I want to disable "Pod has failed to start more than 5 times" #2721

kahirokunn · 2023-07-06T00:25:43Z

What would you like added?

Currently, if a user fails five times, they are marked as failed, but how about making it possible to set this to any number in the settings?
If you set -1, it will be infinite.

Why is this needed?

RUNNER was started on a SPOT instance with minRunners at 1.
Each time the spot instance terminates, the runner naturally terminates as well.
When runner terminates, a failure is added to EphemeralRunner.
Because of this, I cannot make the runner reside on the spot instance.

Additional context

actions-runner-controller/controllers/actions.github.com/ephemeralrunner_controller.go

Line 426 in 2bf83d0

    
           func (r *EphemeralRunnerReconciler) markAsFailed(ctx context.Context, ephemeralRunner *v1alpha1.EphemeralRunner, log logr.Logger) error {

actions-runner-controller/controllers/actions.github.com/ephemeralrunner_controller.go

Line 192 in 2bf83d0

case len(ephemeralRunner.Status.Failures) > 5:

#2722

github-actions · 2023-07-06T00:26:19Z

Hello! Thank you for filing an issue.

The maintainers will triage your issue shortly.

In the meantime, please take a look at the troubleshooting guide for bug reports.

If this is a feature request, please review our contribution guidelines.

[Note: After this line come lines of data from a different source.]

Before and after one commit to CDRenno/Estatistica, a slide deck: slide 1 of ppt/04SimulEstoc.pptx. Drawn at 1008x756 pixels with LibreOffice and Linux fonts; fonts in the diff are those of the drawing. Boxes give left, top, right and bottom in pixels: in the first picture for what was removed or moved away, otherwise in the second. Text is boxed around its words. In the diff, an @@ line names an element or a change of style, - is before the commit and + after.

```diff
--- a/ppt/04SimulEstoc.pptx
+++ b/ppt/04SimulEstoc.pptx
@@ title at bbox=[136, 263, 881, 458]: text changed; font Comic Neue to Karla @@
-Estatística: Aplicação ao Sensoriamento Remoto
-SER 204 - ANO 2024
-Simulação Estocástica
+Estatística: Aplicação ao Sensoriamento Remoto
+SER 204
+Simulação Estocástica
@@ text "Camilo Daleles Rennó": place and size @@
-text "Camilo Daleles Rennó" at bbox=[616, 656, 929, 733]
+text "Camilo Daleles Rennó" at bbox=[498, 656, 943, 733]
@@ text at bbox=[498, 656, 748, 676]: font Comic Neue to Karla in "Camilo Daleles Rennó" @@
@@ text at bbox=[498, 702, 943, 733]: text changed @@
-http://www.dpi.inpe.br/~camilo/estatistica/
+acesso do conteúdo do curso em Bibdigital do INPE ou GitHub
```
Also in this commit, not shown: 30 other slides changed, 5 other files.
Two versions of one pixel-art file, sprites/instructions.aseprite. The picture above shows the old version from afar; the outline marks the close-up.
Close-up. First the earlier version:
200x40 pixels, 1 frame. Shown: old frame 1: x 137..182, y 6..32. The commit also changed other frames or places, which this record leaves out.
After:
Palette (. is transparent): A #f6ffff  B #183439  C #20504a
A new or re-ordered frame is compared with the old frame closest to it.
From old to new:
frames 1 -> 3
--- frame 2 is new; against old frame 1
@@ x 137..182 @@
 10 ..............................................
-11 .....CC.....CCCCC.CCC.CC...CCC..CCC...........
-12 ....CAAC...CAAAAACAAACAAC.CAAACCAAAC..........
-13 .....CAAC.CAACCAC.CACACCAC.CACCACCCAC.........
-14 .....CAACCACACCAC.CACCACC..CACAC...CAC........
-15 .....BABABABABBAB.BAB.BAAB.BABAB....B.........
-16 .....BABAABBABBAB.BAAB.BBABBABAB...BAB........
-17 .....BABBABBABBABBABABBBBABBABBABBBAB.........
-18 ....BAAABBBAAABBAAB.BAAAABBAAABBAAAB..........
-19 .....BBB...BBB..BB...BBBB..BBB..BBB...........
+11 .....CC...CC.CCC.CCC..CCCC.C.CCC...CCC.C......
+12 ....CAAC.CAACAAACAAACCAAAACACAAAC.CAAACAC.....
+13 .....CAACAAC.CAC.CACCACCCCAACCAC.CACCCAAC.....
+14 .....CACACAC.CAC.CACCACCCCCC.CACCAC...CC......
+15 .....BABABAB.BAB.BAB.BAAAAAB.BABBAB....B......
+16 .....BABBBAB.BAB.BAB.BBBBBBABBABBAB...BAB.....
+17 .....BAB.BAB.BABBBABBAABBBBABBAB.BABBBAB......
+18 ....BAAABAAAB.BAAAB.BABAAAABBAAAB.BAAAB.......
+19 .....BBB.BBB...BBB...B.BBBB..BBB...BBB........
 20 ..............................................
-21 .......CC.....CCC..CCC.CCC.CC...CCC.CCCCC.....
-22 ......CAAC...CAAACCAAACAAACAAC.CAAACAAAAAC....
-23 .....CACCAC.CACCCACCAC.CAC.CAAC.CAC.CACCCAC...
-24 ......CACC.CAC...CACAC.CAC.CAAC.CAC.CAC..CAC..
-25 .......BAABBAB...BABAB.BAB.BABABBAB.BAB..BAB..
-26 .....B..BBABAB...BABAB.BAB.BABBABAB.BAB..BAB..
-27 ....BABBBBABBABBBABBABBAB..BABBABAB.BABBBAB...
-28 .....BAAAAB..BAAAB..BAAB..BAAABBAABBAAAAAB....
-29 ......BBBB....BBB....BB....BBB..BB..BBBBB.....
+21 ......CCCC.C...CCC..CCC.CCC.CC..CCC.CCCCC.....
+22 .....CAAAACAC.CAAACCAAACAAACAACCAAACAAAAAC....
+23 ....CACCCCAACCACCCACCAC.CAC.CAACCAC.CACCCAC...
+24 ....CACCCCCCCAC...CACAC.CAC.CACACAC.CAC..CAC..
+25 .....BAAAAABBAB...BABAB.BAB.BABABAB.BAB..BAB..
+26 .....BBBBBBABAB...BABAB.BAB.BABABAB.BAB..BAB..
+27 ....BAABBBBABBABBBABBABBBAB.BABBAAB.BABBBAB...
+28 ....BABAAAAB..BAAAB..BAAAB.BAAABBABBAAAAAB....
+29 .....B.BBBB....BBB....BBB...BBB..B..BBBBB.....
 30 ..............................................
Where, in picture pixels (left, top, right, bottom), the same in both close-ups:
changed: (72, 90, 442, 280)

nikola-jokic · 2023-07-07T13:38:21Z

Hey @kahirokunn,

Thanks for submitting this issue! This makes sense to me ☺️ The 5 limit was arbitrarily chosen so if the image is faulty, the controller would not re-create it indefinitely. But we should make this limit configurable, in my opinion

kahirokunn · 2023-07-07T22:52:13Z

@nikola-jokic How about setting Limit to an arbitrary value, and then setting -1 to infinite?

nikola-jokic · 2023-10-11T08:57:35Z

Hey @kahirokunn,

We decided not to implement infinite retries. The reason is that having min runners should ensure that you have some of them "warm", while spot instances are kind of the opposite. This mechanism is created, so the faulty configuration can be spotted as well as not to issue many requests to the actions service in case the error is not recoverable without manual intervention.

I will close this issue now but feel free to comment on it ☺️

kahirokunn · 2023-10-11T09:33:25Z

@nikola-jokic
Now on to the documentation, etc,
Running a minRunner's worth of pods on top of a SPOT instance is not recommended as it causes a has failed to start more than 5 times error.
How about adding a "has failed to start more than 5 times" document?
I am thinking of writing it myself if you wish.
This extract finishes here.